Imagine for example, a rather classical stack. Let's take KDE cause they are
on the top of the news.

we have libpng 1.2.x With headers in include/libpng/. ( This is wrong, very
acute of you to notice. ) We link kdelibs to libpng-1.2 ( independent use,
inherited link ) We link kicker to libpng-1.2 ( kicker uses some things from
libpng as well. Yey )

New version of libpng is installed, 1.4. Breaking ABI but not API in the
process! If this version is installed in "include/libpng/" You'll link future
versions of kicker against this. This gives the chain:

kdelibs : libpng 1.2.x kicker : libpng 1.2.x libpng 1.4.x Oh, what just
happened? You say that the ABI collides at run-time and nothing loads .png
files anymore?

So, what if we instead make /include/libpng link to /dev/null, and only
explicitly install headers into libpng-1.2 and libpng-1.4? Sure! Lets go that
way.

kicker now links properly against 1.2 for both. The krita comes along. Krita
wants to use a new fancy feature in libpng 1.5. cool. Let's just link that.

Wait. did we just collide the public API again? Crap.

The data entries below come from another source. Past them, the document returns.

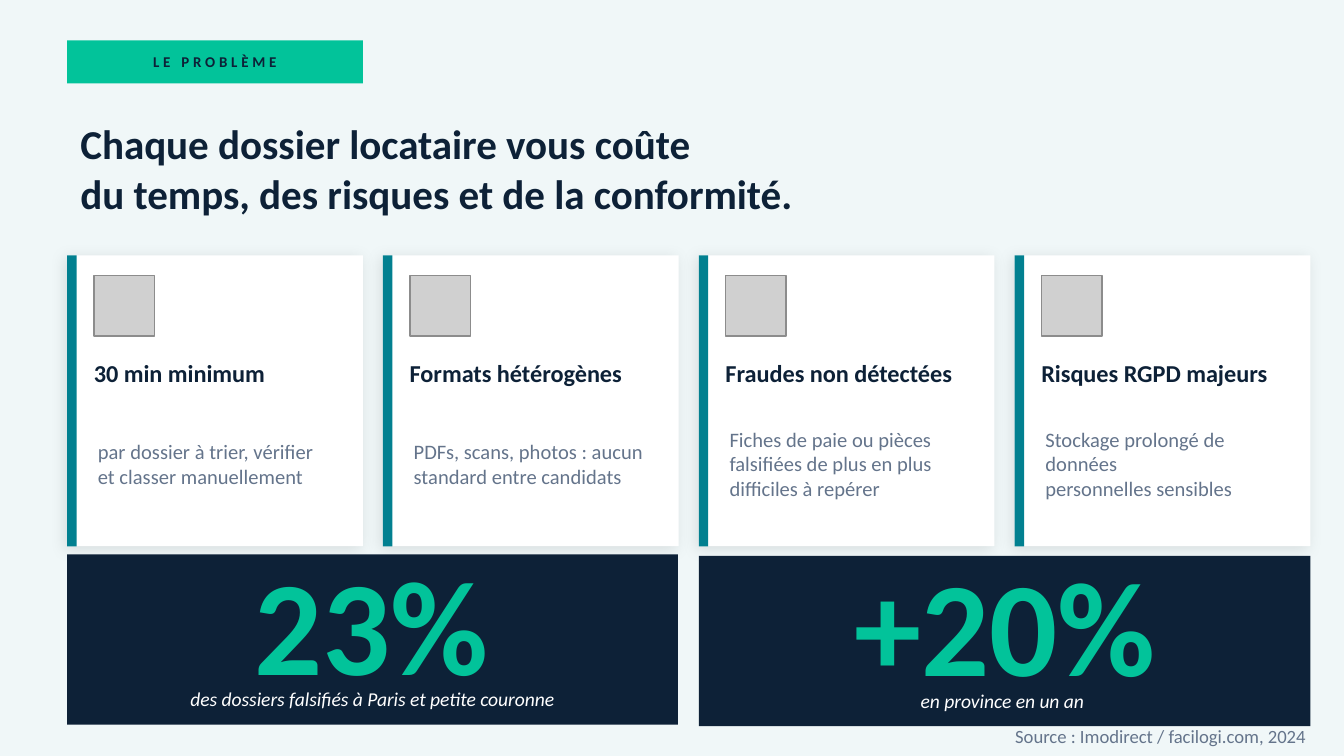
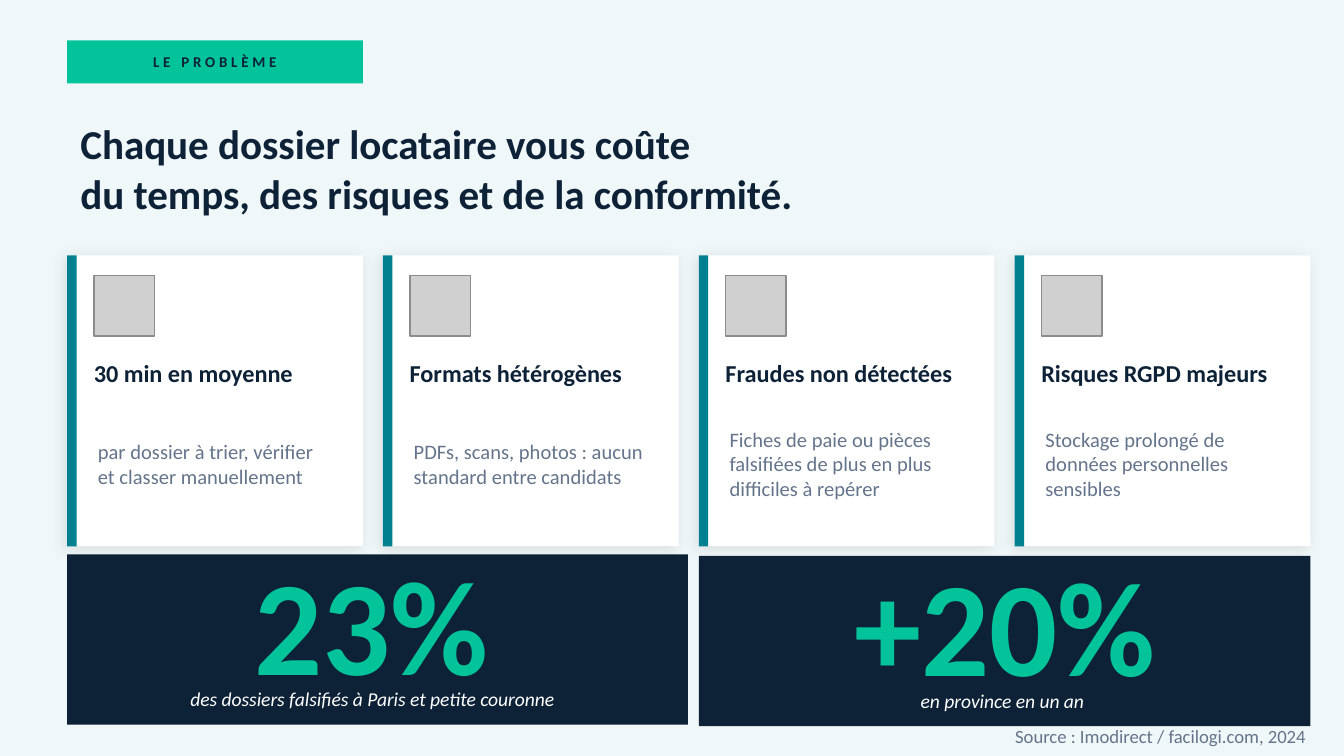
Before and after one commit to FredSBAF/renters, a slide deck: slide 2 of docs/PourAccord_PitchDeck_v2.pptx. Drawn at 1344x756 pixels with LibreOffice and Linux fonts; fonts in the diff are those of the drawing; grey boxes stand for pictures. Boxes give left, top, right and bottom in pixels: in the first picture for what was removed or moved away, otherwise in the second. Text is boxed around its words. In the diff, an @@ line names an element or a change of style, - is before the commit and + after.

```diff
--- a/docs/PourAccord_PitchDeck_v2.pptx
+++ b/docs/PourAccord_PitchDeck_v2.pptx
@@ text at (94, 365, 293, 386): text changed @@
-30 min minimum
+30 min en moyenne
@@ text at (1045, 433, 1228, 496): text changed @@
-Stockage prolongé de données
-personnelles sensibles
+Stockage prolongé de données personnelles sensibles
@@ rectangle: place and size @@
-rectangle at (67, 555, 677, 726)
+rectangle at (67, 555, 688, 726)
```
Also in this commit, not shown: 3 other slides changed, 14 other files.
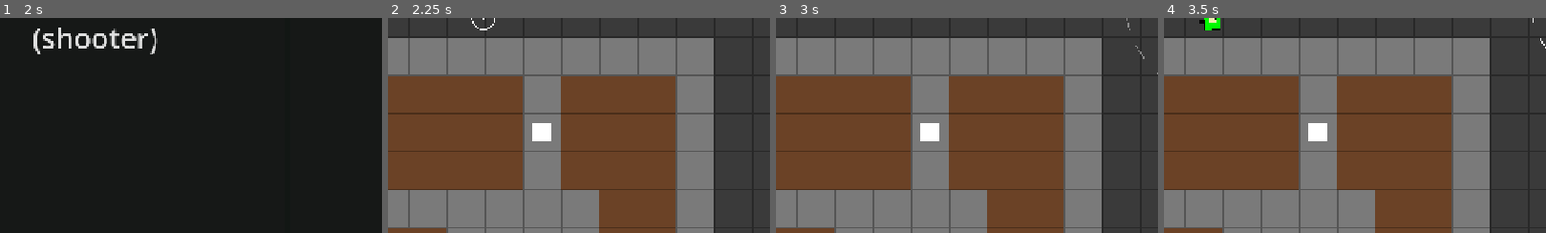
Above: before the commit, frames 1-4 (left to right).
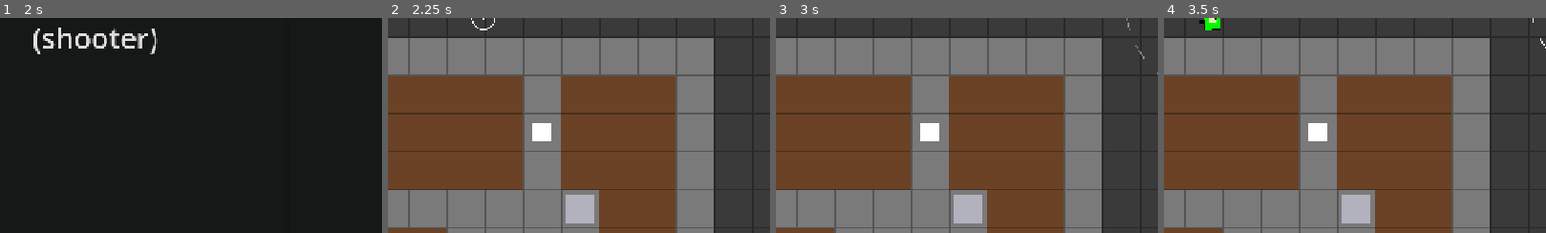
Above: after the commit, the same moments.

Repository: MKBSP/Zombie-game
Game: Godot game, scene res://scenes/ui/main_menu.tscn
Same seed, same stepped clock (60 frames per second), same inputs: the game is played once before the commit and once after it.
Inputs (mouse positions are % of the whole screen's width and height, from its top left):
- Up to frame 1 (2 s): click "PLAY" at 0.5 s; click "SINGLE PLAYER" at 1.25 s
- Up to frame 2 (2.25 s): click "HUMAN (shooter)" at 2 s
- Up to frame 3 (3 s): tap Enter (ui_accept) at 2.75 s; move the mouse to (72, 45) at 2.77 s; hold D (move_right) from 2.78 s (still down); tap X (drop_weapon) at 2.85 s; click (72, 45) at 2.92 s
- Up to frame 4 (3.5 s): keep holding D (move_right); tap Enter (ui_accept) at 3.02 s
The pictures show only the part of the screen within x 12-62%, y 50-100%; the shares and areas given below are measured in that part.

Frame 1 is identical in both runs. In frame 2, 1.0% of the frame differs, in the area x 46-54%, y 82-96%; in frame 3, 1.0%; in frame 4, 1.0%.

Commit message:
feat(melee): melee pickup + world spawn
Co-Authored-By: Claude Opus 4.8 <noreply@anthropic.com>

Diff:
--- a/scenes/pickup/pickup.gd
+++ b/scenes/pickup/pickup.gd
@@ -5,7 +5,7 @@
 ## (replicated on spawn) drives both the tint and the effect. Effects run
 ## server-side and mutate the shooter directly.
 
-enum Kind { AMMO_MAG, RIFLE, SHOTGUN, MEDPACK, MACHINEGUN }
+enum Kind { AMMO_MAG, RIFLE, SHOTGUN, MEDPACK, MACHINEGUN, MELEE }
 
 const COLORS := {
 	Kind.AMMO_MAG: Color(0.95, 0.85, 0.2),
@@ -13,6 +13,7 @@
 	Kind.SHOTGUN: Color(1.0, 0.5, 0.2),
 	Kind.MEDPACK: Color(0.9, 0.2, 0.3),
 	Kind.MACHINEGUN: Color(0.6, 0.6, 0.65),
+	Kind.MELEE: Color(0.7, 0.7, 0.75),
 }
 
 const PICKUP_SCENE := preload("res://scenes/pickup/pickup.tscn")
@@ -23,6 +24,7 @@
 	Weapons.RIFLE: Kind.RIFLE,
 	Weapons.SHOTGUN: Kind.SHOTGUN,
 	Weapons.MACHINEGUN: Kind.MACHINEGUN,
+	Weapons.MELEE: Kind.MELEE,
 }
 
 @export var kind: int = Kind.AMMO_MAG:
@@ -57,6 +59,8 @@
 			_take_special(body, Weapons.SHOTGUN)
 		Kind.MACHINEGUN:
 			_take_special(body, Weapons.MACHINEGUN)
+		Kind.MELEE:
+			_take_melee(body, Weapons.MELEE)
 		Kind.MEDPACK:
 			body.heal(50)
 	queue_free()
@@ -71,6 +75,14 @@
 	body.give_special(weapon_id)
 
 
+## Hand a melee to the shooter, dropping any different melee they hold.
+func _take_melee(body: Node2D, weapon_id: int) -> void:
+	var old: int = body.held_melee
+	if old != -1 and old != weapon_id:
+		_drop_weapon_pickup(old, body)
+	body.give_melee(weapon_id)
+
+
 ## Spawn the swapped-out weapon as a world pickup, offset behind the shooter so
 ## it doesn't get instantly re-collected.
 func _drop_weapon_pickup(weapon_id: int, body: Node2D) -> void:
--- a/scenes/shooter/shooter.gd
+++ b/scenes/shooter/shooter.gd
@@ -418,6 +418,13 @@
 	_notify_pickup(kind)
 
 
+func give_melee(weapon_id: int) -> void:
+	held_melee = weapon_id
+	equipped = weapon_id
+	_cancel_reload()
+	_notify_pickup(Pickup.Kind.MELEE)
+
+
 func heal(amount: int) -> void:
 	hp = min(hp + amount, max_hp)  # setter emits hp_changed
 	_notify_pickup(Pickup.Kind.MEDPACK)
--- a/scenes/world/world.gd
+++ b/scenes/world/world.gd
@@ -223,13 +223,14 @@
 		Pickup.Kind.RIFLE: 1,
 		Pickup.Kind.SHOTGUN: 1,
 		Pickup.Kind.MACHINEGUN: 1,
+		Pickup.Kind.MELEE: 1,
 		Pickup.Kind.MEDPACK: 2,
 	}
 	for kind in counts:
 		for _i in range(counts[kind]):
 			# Keep the special guns close to the shooter so they're findable
 			# during testing; everything else scatters across the map.
-			var near_player: bool = kind == Pickup.Kind.RIFLE or kind == Pickup.Kind.SHOTGUN or kind == Pickup.Kind.MACHINEGUN
+			var near_player: bool = kind == Pickup.Kind.RIFLE or kind == Pickup.Kind.SHOTGUN or kind == Pickup.Kind.MACHINEGUN or kind == Pickup.Kind.MELEE
 			var pos := _find_item_spawn(near_player)
 			if pos == Vector2.INF:
 				continue

So, in practice. It doesn't work quite as well as hoped. Function resolving
when several libraries provide the same function is. Messy. Especially when
they aren't perfectly interchangeable.

------
justin66
> These distributions only want one version of the lib, so when an ABI bump is
> made all the applications that use the lib will be rebuilt and have to be
> updated.

That's... a big deal?

Relative to everything else that goes on in making a distribution, it seems
pretty trivial.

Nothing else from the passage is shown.